◆ **Provided entries**
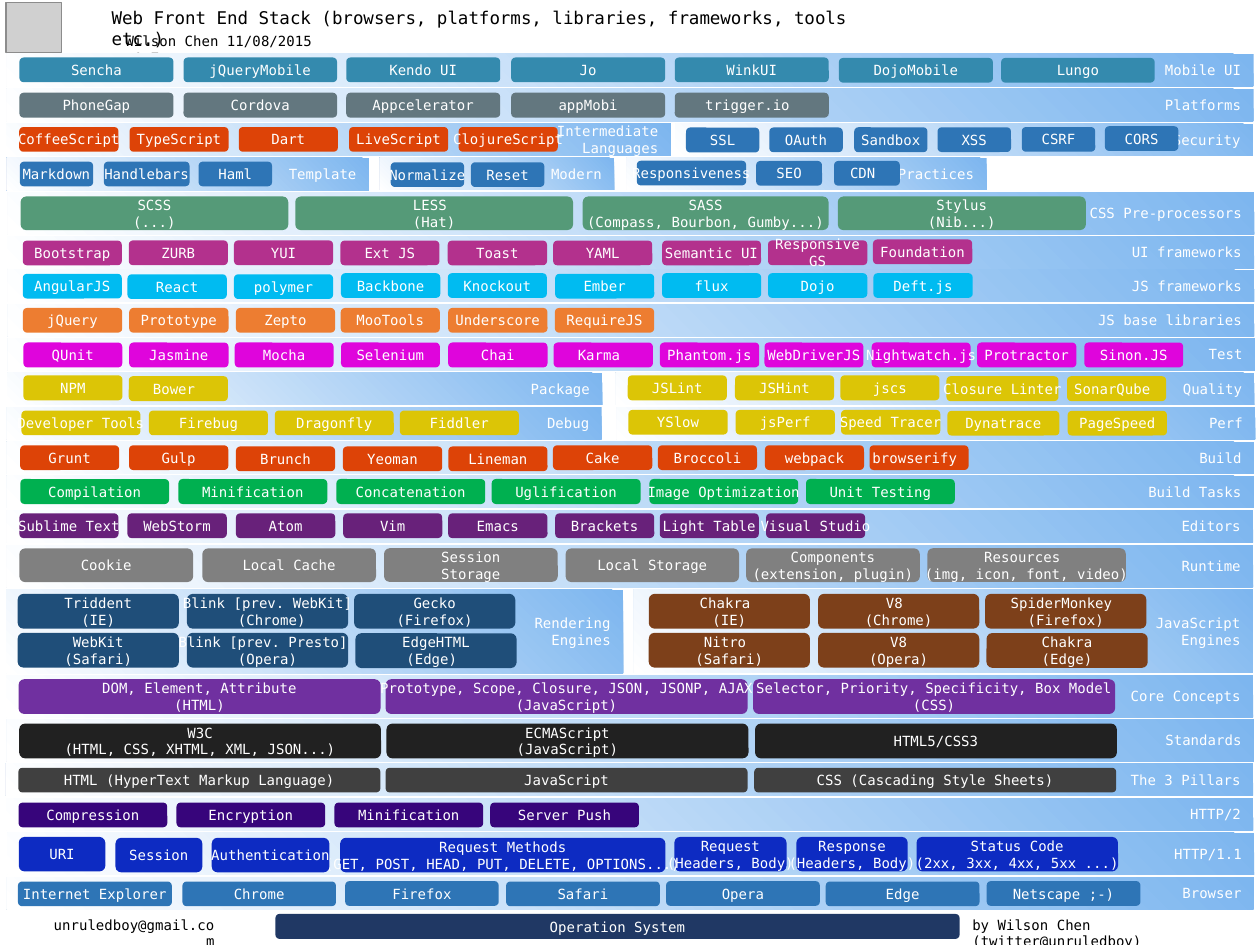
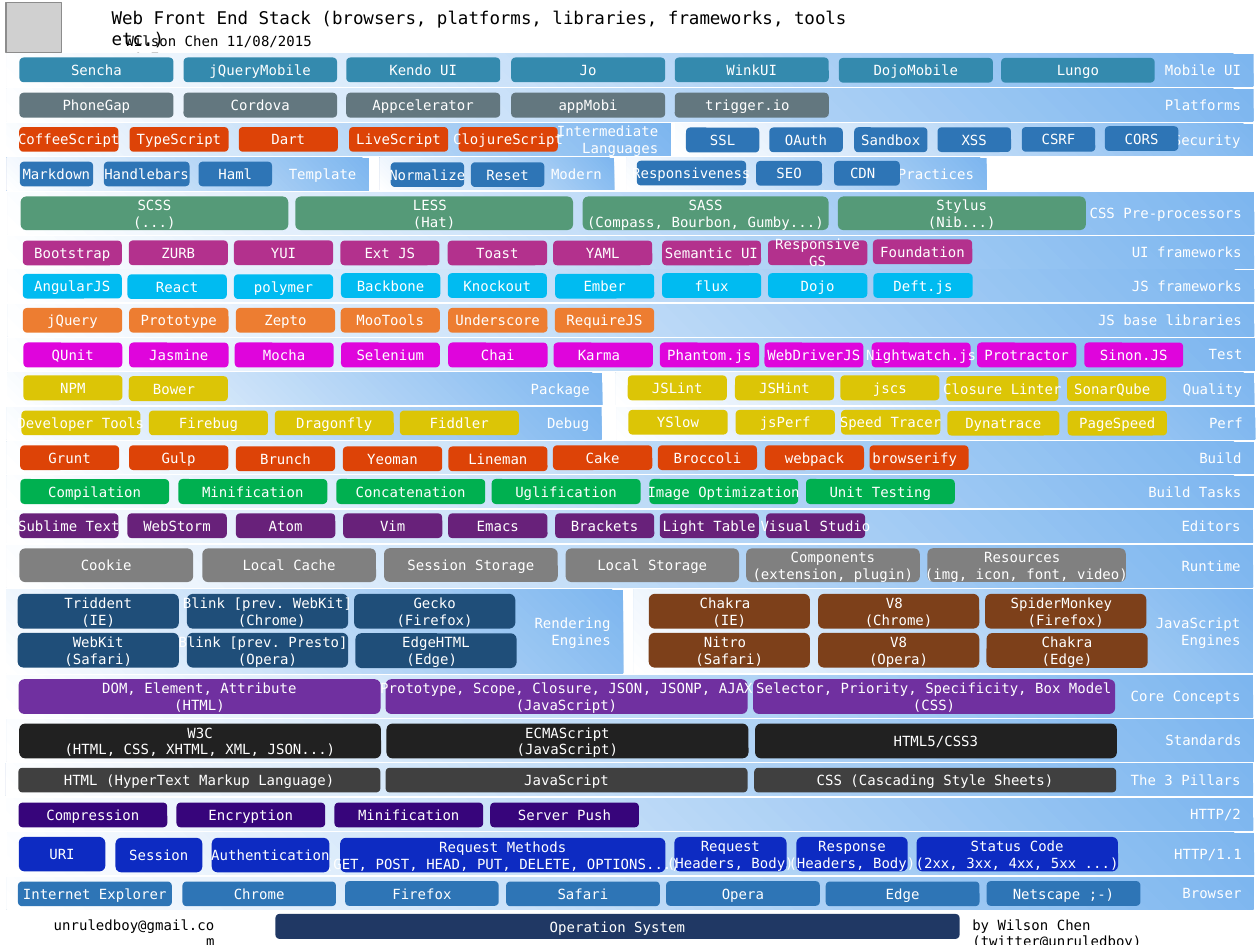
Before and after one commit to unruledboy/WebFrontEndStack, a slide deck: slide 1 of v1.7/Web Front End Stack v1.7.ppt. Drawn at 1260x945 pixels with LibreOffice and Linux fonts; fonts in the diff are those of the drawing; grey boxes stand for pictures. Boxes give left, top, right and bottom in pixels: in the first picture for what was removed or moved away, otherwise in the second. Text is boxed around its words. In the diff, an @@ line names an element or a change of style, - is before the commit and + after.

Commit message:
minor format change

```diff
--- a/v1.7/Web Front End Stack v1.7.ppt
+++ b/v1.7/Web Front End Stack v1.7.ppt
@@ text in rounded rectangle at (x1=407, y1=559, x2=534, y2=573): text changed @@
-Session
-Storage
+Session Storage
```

◆ **Work item**
Exactly repeat the data above; the pictures do not belong in your copy.

◆ **Reply**
Before and after one commit to unruledboy/WebFrontEndStack, a slide deck: slide 1 of v1.7/Web Front End Stack v1.7.ppt. Drawn at 1260x945 pixels with LibreOffice and Linux fonts; fonts in the diff are those of the drawing; grey boxes stand for pictures. Boxes give left, top, right and bottom in pixels: in the first picture for what was removed or moved away, otherwise in the second. Text is boxed around its words. In the diff, an @@ line names an element or a change of style, - is before the commit and + after.

Commit message:
minor format change

```diff
--- a/v1.7/Web Front End Stack v1.7.ppt
+++ b/v1.7/Web Front End Stack v1.7.ppt
@@ text in rounded rectangle at (x1=407, y1=559, x2=534, y2=573): text changed @@
-Session
-Storage
+Session Storage
```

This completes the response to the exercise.